Elevé à Newark par des parents aux petits soins dans un quartier « ni riche, ni pauvre », avec un frère plus jeune qui l’idolâtre, Nathan vit et écrit dans un « réduit » en bas de Broadway, quand il ne travaille pas à New Jersey, trois fois par semaine, à faire du porte à porte pour placer des abonnements à des illustrés. Avec l’aide de son éditeur, il a été admis « pour les mois d’hiver, comme résident à la Quahsay Colony, la retraite rurale pour artistes en face de la colline de Lonoff, juste de l’autre côté de la frontière de l’Etat. »

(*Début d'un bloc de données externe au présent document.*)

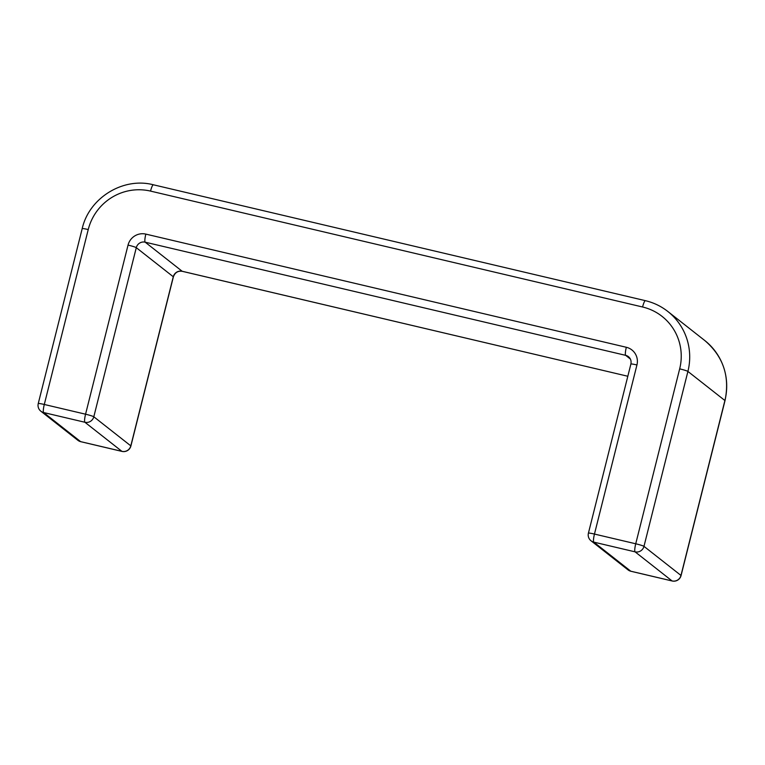 <?xml version="1.0" encoding="UTF-8"?>
<svg xmlns="http://www.w3.org/2000/svg" width="765" height="765" viewBox="0 0 765 765"><rect width="100%" height="100%" fill="white"/><g stroke="black" fill="none" stroke-linecap="round" stroke-linejoin="round"><path stroke-width="1.15" d="M182.395 271.317A7.411 1.32 103.3 0 1 182.28 271.317C177.949 270.705 174.975 272.56 173.368 276.892A7.411 0.602 14.1 0 0 173.282 276.758L136.285 247.669A7.411 7.268 128.2 0 1 145.187 242.18L182.175 271.269A7.411 1.32 103.3 0 0 182.28 271.317L627.826 376.256L182.175 271.269A7.411 7.268 -51.8 0 0 173.282 276.758L130.805 445.861A7.411 7.268 128.2 0 1 121.903 451.35A7.411 1.32 103.3 0 0 122.008 451.407A7.411 7.411 0 0 0 130.892 445.995A7.411 0.602 -165.9 0 0 130.805 445.861L93.808 416.772A7.411 0.602 -165.9 0 0 85.565 414.2A7.411 1.32 103.3 0 0 84.905 422.261A7.411 7.268 -51.8 0 0 93.808 416.772L136.285 247.669A7.411 0.602 -165.9 0 0 128.042 245.096L85.565 414.2L44.294 404.475A7.411 0.602 -165.9 0 0 38.25 403.566A7.411 7.411 0 0 0 40.861 411.207A7.411 7.268 -51.8 0 0 43.643 412.545A7.411 1.32 -76.7 0 1 44.294 404.475L88.233 229.557A51.896 50.882 128.2 0 1 150.533 191.097L642.571 306.995A51.896 50.882 128.2 0 1 679.674 368.854L635.734 543.781A7.411 1.32 103.3 0 0 635.074 551.842A7.411 7.268 -51.8 0 0 643.977 546.353A7.411 0.602 -165.9 0 0 635.734 543.781L594.462 534.066A7.411 0.602 -165.9 0 0 588.419 533.157A7.411 7.411 0 0 0 591.02 540.788A7.411 7.268 -51.8 0 0 593.803 542.127A7.411 1.32 -76.7 0 1 594.462 534.066L636.939 364.962A14.822 14.535 -51.8 0 0 626.334 347.281L145.838 234.109A14.822 14.535 -51.8 0 0 128.042 245.096M631.01 571.264A7.411 1.32 -76.7 0 1 630.905 571.264L672.167 580.989A7.411 7.411 0 0 0 681.06 575.576A7.411 0.602 -165.9 0 0 680.974 575.443A7.411 7.268 128.2 0 1 672.072 580.941L630.8 571.216A7.411 7.268 128.2 0 1 628.017 569.877A7.411 7.411 0 0 0 630.905 571.264A7.411 1.32 -76.7 0 1 630.8 571.216L593.803 542.127L635.074 551.842L672.072 580.941A7.411 1.32 103.3 0 0 672.167 580.989A7.411 1.32 103.3 0 0 672.292 580.989M80.851 441.682A7.411 1.32 -76.7 0 1 80.736 441.682A7.411 1.32 -76.7 0 1 80.631 441.635A7.411 7.268 128.2 0 1 77.848 440.296A7.411 7.411 0 0 0 80.736 441.682L122.008 451.407M84.905 422.261L121.903 451.35L80.631 441.635L43.643 412.545L84.905 422.261M645.507 300.722A7.411 1.32 103.3 0 0 645.411 300.674C653.654 302.634 661.113 306.22 667.769 311.432A59.307 58.159 -51.8 0 1 687.907 371.427L724.904 400.516A7.411 0.602 14.1 0 1 725 400.65C730.011 376.437 723.269 356.394 704.766 340.521A59.307 58.159 128.2 0 1 724.904 400.516L680.974 575.443L643.977 546.353L687.907 371.427A7.411 0.602 -165.9 0 0 679.674 368.854M153.478 184.834A7.411 1.32 103.3 0 0 153.373 184.786L645.411 300.674A7.411 1.32 103.3 0 0 642.571 306.995M88.233 229.557A7.411 0.602 14.1 0 0 82.19 228.649C89.094 197.848 123.222 176.839 153.373 184.786A7.411 1.32 103.3 0 0 150.533 191.097M626.334 347.281A7.411 1.32 -76.7 0 0 625.684 355.352L145.187 242.18A7.411 1.32 -76.7 0 1 145.838 234.109M630.37 359.034L625.684 355.352A7.411 7.268 128.2 0 1 628.467 356.691C630.685 358.546 631.488 360.994 630.886 364.054A7.411 0.602 14.1 0 1 636.939 364.962M173.368 276.892L130.892 445.995M40.861 411.207L77.848 440.296M82.19 228.649L38.25 403.566M630.886 364.054L588.419 533.157M591.02 540.788L628.017 569.877M725 400.65L681.06 575.576M667.769 311.432L704.766 340.521"/></g></svg>

C’est de là qu’il a envoyé à Lonoff les numéros de la revue qui a publié quatre nouvelles de lui, avec une lettre où il lui disait l’importance que son œuvre a eue pour lui, comme celle de ses « frères de race », Tchekhov et Gogol. Très vite, Nathan explique au lecteur qu’il n’ambitionne pas moins que devenir le « fils spirituel » de Lonoff. Il dispose par ailleurs d’un père aimant, mais celui-ci est pédicure et non artiste, et reste effaré par ce qu’écrit son rejeton. Cela fait plusieurs semaines qu’ils ne se parlent plus.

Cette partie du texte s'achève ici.